El presidente del PP, no sé si falto de inspiración, no sé si aún consternado por el vestuario y los hologramas de la fiesta de El Español, a la que acudió, tiró de recursos manoseados: que si “cada vez es más peligroso para la democracia”, que si “está aquí de cuerpo presente, porque su mente la tiene a las puertas del Tribunal Supremo” –este jueves, igual Ábalos y Koldo salen del Alto Tribunal en un furgón caminito de Soto del Real–, etcétera.
“Lo que verdaderamente le inquieta –continuó– es que se vuelvan a abrir las puertas de la prisión para que entre alguno de los suyos.
No se preocupe tanto: al final, es el único de la cuadrilla que está en libertad”.
Feijóo lo intentaba, pero no calaba, se daba cuenta y, pelín nervioso o, cuando menos, ajetreado, preguntaba: “¿No sabe gobernar sin estar asistido por un presunto delincuente de confianza?”.
El colofón, ya digo, fue un estropicio.
Su “Anatomía de un farsante” sólo se leyó en sus labios. Una pena.
Y Sánchez, más chulo que Carlos el Yoyas, como suele, afirmó que “la izquierda no pide permiso ni perdón para gobernar” e insistió en la inocencia de su peón caído.
Por lo demás, la peneuvista Maribel Vaquero minusvaloró la “mal llamada ‘Transición’” y Cristina Valido, de Coalición Canaria, le pidió al presidente que exija “a Aena el cumplimiento del trato singular que merecen los aeropuertos” del archipiélago, mientras este sonreía como diciéndole: “Sí, sí, espérate sentada”.
Ester Muñoz le preguntó a la visepreci si “sabe cuánto cuesta una docena de huevos” o llenar el depósito de gasolina, y Montero salió por Mazón, ea, y alabó a su venerado líder por la “imagen que proyecta en la esfera internacional”.

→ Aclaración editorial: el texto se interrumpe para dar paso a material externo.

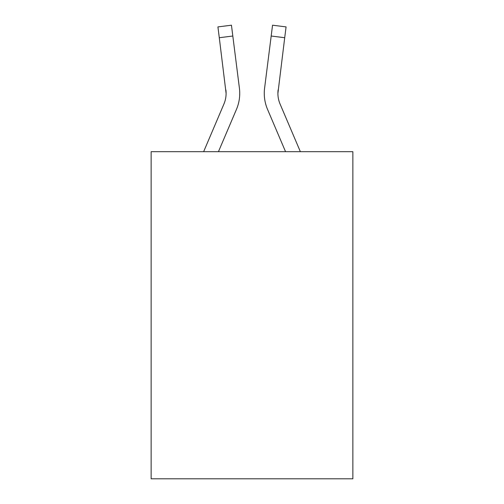 <?xml version="1.0" encoding="UTF-8"?>
<svg xmlns="http://www.w3.org/2000/svg" width="504" height="504" viewBox="0 0 504 504"><rect width="100%" height="100%" fill="white"/><g stroke="black" fill="none" stroke-linecap="round" stroke-linejoin="round"><path stroke-width="0.76" d="M352.863 151.685L352.863 478.8L151.137 478.8L151.137 151.685L352.863 151.685M236.464 109.368L218.446 151.685L236.464 109.368A40.887 40.887 -21.7 0 0 239.413 88.225L232.817 36.017L219.29 37.724L217.923 26.907L231.449 25.2L232.817 36.017M203.635 151.685L223.927 104.026A27.26 27.26 -28 0 0 226.101 93.397L219.29 37.724M239.683 95.332L239.734 93.668M239.205 86.587L239.413 88.225L239.205 86.587M300.365 151.685L280.073 104.026A27.26 27.26 28 0 1 277.899 93.391L284.71 37.724L271.183 36.017L272.551 25.2L286.077 26.907L284.71 37.724M267.536 109.368L285.554 151.685L267.536 109.368A40.887 40.887 21.7 0 1 264.587 88.225L271.183 36.017M223.927 104.026A27.26 27.26 -21.7 0 0 226.101 93.404A27.26 27.26 -21.7 0 1 223.927 104.026A27.26 27.26 -21.7 0 0 226.101 93.404A27.26 27.26 -21.7 0 1 223.927 104.026A27.26 27.26 -21.7 0 0 226.101 93.404A27.26 27.26 -21.7 0 1 223.927 104.026A27.26 27.26 -21.7 0 0 226.101 93.404A27.26 27.26 -21.7 0 1 223.927 104.026A27.26 27.26 -21.7 0 0 226.101 93.404A27.26 27.26 -21.7 0 1 223.927 104.026A27.26 27.26 -21.7 0 0 226.101 93.404A27.26 27.26 -21.7 0 1 223.927 104.026A27.26 27.26 -21.7 0 0 226.101 93.404A27.26 27.26 -21.7 0 1 223.927 104.026A27.26 27.26 -21.7 0 0 226.101 93.404A27.26 27.26 -21.7 0 1 223.927 104.026A27.26 27.26 -21.7 0 0 226.101 93.404A27.26 27.26 -21.7 0 1 223.927 104.026A27.26 27.26 -21.7 0 0 226.101 93.404A27.26 27.26 -21.7 0 1 223.927 104.026A27.26 27.26 -21.7 0 0 226.101 93.404A27.26 27.26 -21.7 0 1 223.927 104.026A27.26 27.26 -21.7 0 0 226.101 93.404A27.26 27.26 -21.7 0 1 223.927 104.026A27.26 27.26 -21.7 0 0 226.101 93.404A27.26 27.26 -21.7 0 1 223.927 104.026A27.26 27.26 -21.7 0 0 226.101 93.404A27.26 27.26 -21.7 0 1 223.927 104.026A27.26 27.26 -21.7 0 0 226.101 93.404A27.26 27.26 -21.7 0 1 223.927 104.026A27.26 27.26 -21.7 0 0 226.101 93.404A27.26 27.26 -21.7 0 1 223.927 104.026A27.26 27.26 -21.7 0 0 226.101 93.404A27.26 27.26 -21.7 0 1 223.927 104.026A27.26 27.26 -21.7 0 0 226.101 93.404A27.26 27.26 -21.7 0 1 223.927 104.026A27.26 27.26 -21.7 0 0 226.101 93.404A27.26 27.26 -21.7 0 1 223.927 104.026A27.26 27.26 -21.7 0 0 226.101 93.404A27.26 27.26 -21.7 0 1 223.927 104.026A27.26 27.26 -21.7 0 0 226.101 93.404A27.26 27.26 -21.7 0 1 223.927 104.026A27.26 27.26 -21.7 0 0 226.101 93.404A27.26 27.26 -21.7 0 1 223.927 104.026A27.26 27.26 -21.7 0 0 226.101 93.404A27.26 27.26 -21.7 0 1 223.927 104.026A27.26 27.26 -21.7 0 0 226.101 93.404A27.26 27.26 -21.7 0 1 223.927 104.026A27.26 27.26 -21.7 0 0 226.101 93.404A27.26 27.26 -21.7 0 1 223.927 104.026A27.26 27.26 -21.7 0 0 226.101 93.404A27.26 27.26 -21.7 0 1 223.927 104.026A27.26 27.26 -21.7 0 0 226.101 93.404A27.26 27.26 -21.7 0 1 223.927 104.026A27.26 27.26 -21.7 0 0 226.101 93.404A27.26 27.26 -21.7 0 1 223.927 104.026A27.26 27.26 -21.7 0 0 226.101 93.404A27.26 27.26 -21.7 0 1 223.927 104.026A27.26 27.26 -21.7 0 0 226.101 93.404A27.26 27.26 -21.7 0 1 223.927 104.026A27.26 27.26 -21.7 0 0 226.101 93.404A27.26 27.26 -21.7 0 1 223.927 104.026A27.26 27.26 -21.7 0 0 225.887 89.933L226.101 93.397M280.073 104.026A27.26 27.26 21.7 0 1 277.899 93.397A27.26 27.26 21.7 0 0 280.073 104.026A27.26 27.26 21.7 0 1 277.899 93.397A27.26 27.26 21.7 0 0 280.073 104.026A27.26 27.26 21.7 0 1 277.899 93.397A27.26 27.26 21.7 0 0 280.073 104.026A27.26 27.26 21.7 0 1 277.899 93.397A27.26 27.26 21.7 0 0 280.073 104.026A27.26 27.26 21.7 0 1 277.899 93.397A27.26 27.26 21.7 0 0 280.073 104.026A27.26 27.26 21.7 0 1 277.899 93.397A27.26 27.26 21.7 0 0 280.073 104.026A27.26 27.26 21.7 0 1 277.899 93.397A27.26 27.26 21.7 0 0 280.073 104.026A27.26 27.26 21.7 0 1 277.899 93.397A27.26 27.26 21.7 0 0 280.073 104.026A27.26 27.26 21.7 0 1 277.899 93.397A27.26 27.26 21.7 0 0 280.073 104.026A27.26 27.26 21.7 0 1 277.899 93.397A27.26 27.26 21.7 0 0 280.073 104.026A27.26 27.26 21.7 0 1 277.899 93.397A27.26 27.26 21.7 0 0 280.073 104.026A27.26 27.26 21.7 0 1 277.899 93.397A27.26 27.26 21.7 0 0 280.073 104.026A27.26 27.26 21.7 0 1 277.899 93.397A27.26 27.26 21.7 0 0 280.073 104.026A27.26 27.26 21.7 0 1 277.899 93.397A27.26 27.26 21.7 0 0 280.073 104.026A27.26 27.26 21.7 0 1 277.899 93.397A27.26 27.26 21.7 0 0 280.073 104.026A27.26 27.26 21.7 0 1 277.899 93.397A27.26 27.26 21.7 0 0 280.073 104.026A27.26 27.26 21.7 0 1 277.899 93.397A27.26 27.26 21.7 0 0 280.073 104.026A27.26 27.26 21.7 0 1 277.899 93.397A27.26 27.26 21.7 0 0 280.073 104.026A27.26 27.26 21.7 0 1 277.899 93.397A27.26 27.26 21.7 0 0 280.073 104.026A27.26 27.26 21.7 0 1 277.899 93.397A27.26 27.26 21.7 0 0 280.073 104.026A27.26 27.26 21.7 0 1 277.899 93.397A27.26 27.26 21.7 0 0 280.073 104.026A27.26 27.26 21.7 0 1 277.899 93.397A27.26 27.26 21.7 0 0 280.073 104.026A27.26 27.26 21.7 0 1 277.899 93.397A27.26 27.26 21.7 0 0 280.073 104.026A27.26 27.26 21.7 0 1 277.899 93.397A27.26 27.26 21.7 0 0 280.073 104.026A27.26 27.26 21.7 0 1 277.899 93.397A27.26 27.26 21.7 0 0 280.073 104.026A27.26 27.26 21.7 0 1 277.899 93.397A27.26 27.26 21.7 0 0 280.073 104.026A27.26 27.26 21.7 0 1 277.899 93.397A27.26 27.26 21.7 0 0 280.073 104.026A27.26 27.26 21.7 0 1 277.899 93.397A27.26 27.26 21.7 0 0 280.073 104.026A27.26 27.26 21.7 0 1 277.899 93.397A27.26 27.26 21.7 0 0 280.073 104.026A27.26 27.26 21.7 0 1 277.899 93.397A27.26 27.26 21.7 0 0 280.073 104.026A27.26 27.26 21.7 0 1 277.899 93.397L278.113 89.933A27.26 27.26 21.7 0 0 280.073 104.026A27.26 27.26 21.7 0 1 277.899 93.397L278.113 89.933M239.734 93.328L239.683 95.344L239.734 93.328M264.317 95.344L264.266 93.328M217.923 26.907L231.449 25.2M272.551 25.2L286.077 26.907"/></g></svg>

Un saludo a la planetaria Leire Pajín.
Tellado comparó a Bolaños con la Bruja Lola –¿seguirá viva?– y le preguntó si “sigue defendiendo que la verdad se ha abierto paso” con la condena al fiscal. El ministro ministril: “El salvajismo habitual de sus palabras no sorprende a nadie.
Va a tener que dedicarse al canibalismo, si quiere llamar la atención”. Manifestó su “discrepancia” respecto al fallo del Supremo, alabó a Peramato y concluyó a lo crooner: “El Gobierno gobierna, el Gobierno acierta, y ustedes, a chupar banquillo una temporada más.
Graciaaas”. A Cuca Gamarra se la dejó botando: “Chupando banquillo, realmente, los secretarios de Organización del PSOE”.
Ese chiste, a diferencia de la chorrada desatinada de Feijóo, sí que hizo pupa.